** Opening Data to examine block **

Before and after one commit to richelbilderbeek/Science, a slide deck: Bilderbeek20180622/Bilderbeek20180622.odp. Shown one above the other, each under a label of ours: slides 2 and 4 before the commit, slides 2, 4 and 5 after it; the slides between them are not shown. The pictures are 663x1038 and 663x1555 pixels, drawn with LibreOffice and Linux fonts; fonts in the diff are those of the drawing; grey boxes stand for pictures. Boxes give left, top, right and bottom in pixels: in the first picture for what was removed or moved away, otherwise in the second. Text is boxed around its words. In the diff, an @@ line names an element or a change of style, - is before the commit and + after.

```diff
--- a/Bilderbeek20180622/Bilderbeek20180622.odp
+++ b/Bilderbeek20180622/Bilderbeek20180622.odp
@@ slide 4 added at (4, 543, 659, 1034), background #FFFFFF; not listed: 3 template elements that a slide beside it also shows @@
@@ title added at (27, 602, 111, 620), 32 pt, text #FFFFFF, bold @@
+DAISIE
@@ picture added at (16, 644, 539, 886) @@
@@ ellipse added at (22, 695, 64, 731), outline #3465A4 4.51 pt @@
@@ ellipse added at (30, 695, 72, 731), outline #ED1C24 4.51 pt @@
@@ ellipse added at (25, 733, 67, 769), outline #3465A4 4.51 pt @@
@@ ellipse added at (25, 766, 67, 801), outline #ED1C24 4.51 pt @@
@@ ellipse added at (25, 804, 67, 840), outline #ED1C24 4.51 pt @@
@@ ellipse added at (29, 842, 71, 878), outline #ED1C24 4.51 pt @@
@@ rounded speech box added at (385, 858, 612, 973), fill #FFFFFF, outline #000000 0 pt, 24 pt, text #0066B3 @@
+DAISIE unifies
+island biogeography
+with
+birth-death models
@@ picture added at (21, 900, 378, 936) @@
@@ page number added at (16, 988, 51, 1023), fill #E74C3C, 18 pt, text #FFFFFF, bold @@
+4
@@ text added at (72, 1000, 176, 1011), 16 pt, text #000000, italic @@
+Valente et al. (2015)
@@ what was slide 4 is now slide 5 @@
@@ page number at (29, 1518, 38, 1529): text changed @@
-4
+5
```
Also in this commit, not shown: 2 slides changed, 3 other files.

** Closing Data to examine block **

Could you return all the data above exactly as it appears?

Solution to the exercise:
Before and after one commit to richelbilderbeek/Science, a slide deck: Bilderbeek20180622/Bilderbeek20180622.odp. Shown one above the other, each under a label of ours: slides 2 and 4 before the commit, slides 2, 4 and 5 after it; the slides between them are not shown. The pictures are 663x1038 and 663x1555 pixels, drawn with LibreOffice and Linux fonts; fonts in the diff are those of the drawing; grey boxes stand for pictures. Boxes give left, top, right and bottom in pixels: in the first picture for what was removed or moved away, otherwise in the second. Text is boxed around its words. In the diff, an @@ line names an element or a change of style, - is before the commit and + after.

```diff
--- a/Bilderbeek20180622/Bilderbeek20180622.odp
+++ b/Bilderbeek20180622/Bilderbeek20180622.odp
@@ slide 4 added at (4, 543, 659, 1034), background #FFFFFF; not listed: 3 template elements that a slide beside it also shows @@
@@ title added at (27, 602, 111, 620), 32 pt, text #FFFFFF, bold @@
+DAISIE
@@ picture added at (16, 644, 539, 886) @@
@@ ellipse added at (22, 695, 64, 731), outline #3465A4 4.51 pt @@
@@ ellipse added at (30, 695, 72, 731), outline #ED1C24 4.51 pt @@
@@ ellipse added at (25, 733, 67, 769), outline #3465A4 4.51 pt @@
@@ ellipse added at (25, 766, 67, 801), outline #ED1C24 4.51 pt @@
@@ ellipse added at (25, 804, 67, 840), outline #ED1C24 4.51 pt @@
@@ ellipse added at (29, 842, 71, 878), outline #ED1C24 4.51 pt @@
@@ rounded speech box added at (385, 858, 612, 973), fill #FFFFFF, outline #000000 0 pt, 24 pt, text #0066B3 @@
+DAISIE unifies
+island biogeography
+with
+birth-death models
@@ picture added at (21, 900, 378, 936) @@
@@ page number added at (16, 988, 51, 1023), fill #E74C3C, 18 pt, text #FFFFFF, bold @@
+4
@@ text added at (72, 1000, 176, 1011), 16 pt, text #000000, italic @@
+Valente et al. (2015)
@@ what was slide 4 is now slide 5 @@
@@ page number at (29, 1518, 38, 1529): text changed @@
-4
+5
```
Also in this commit, not shown: 2 slides changed, 3 other files.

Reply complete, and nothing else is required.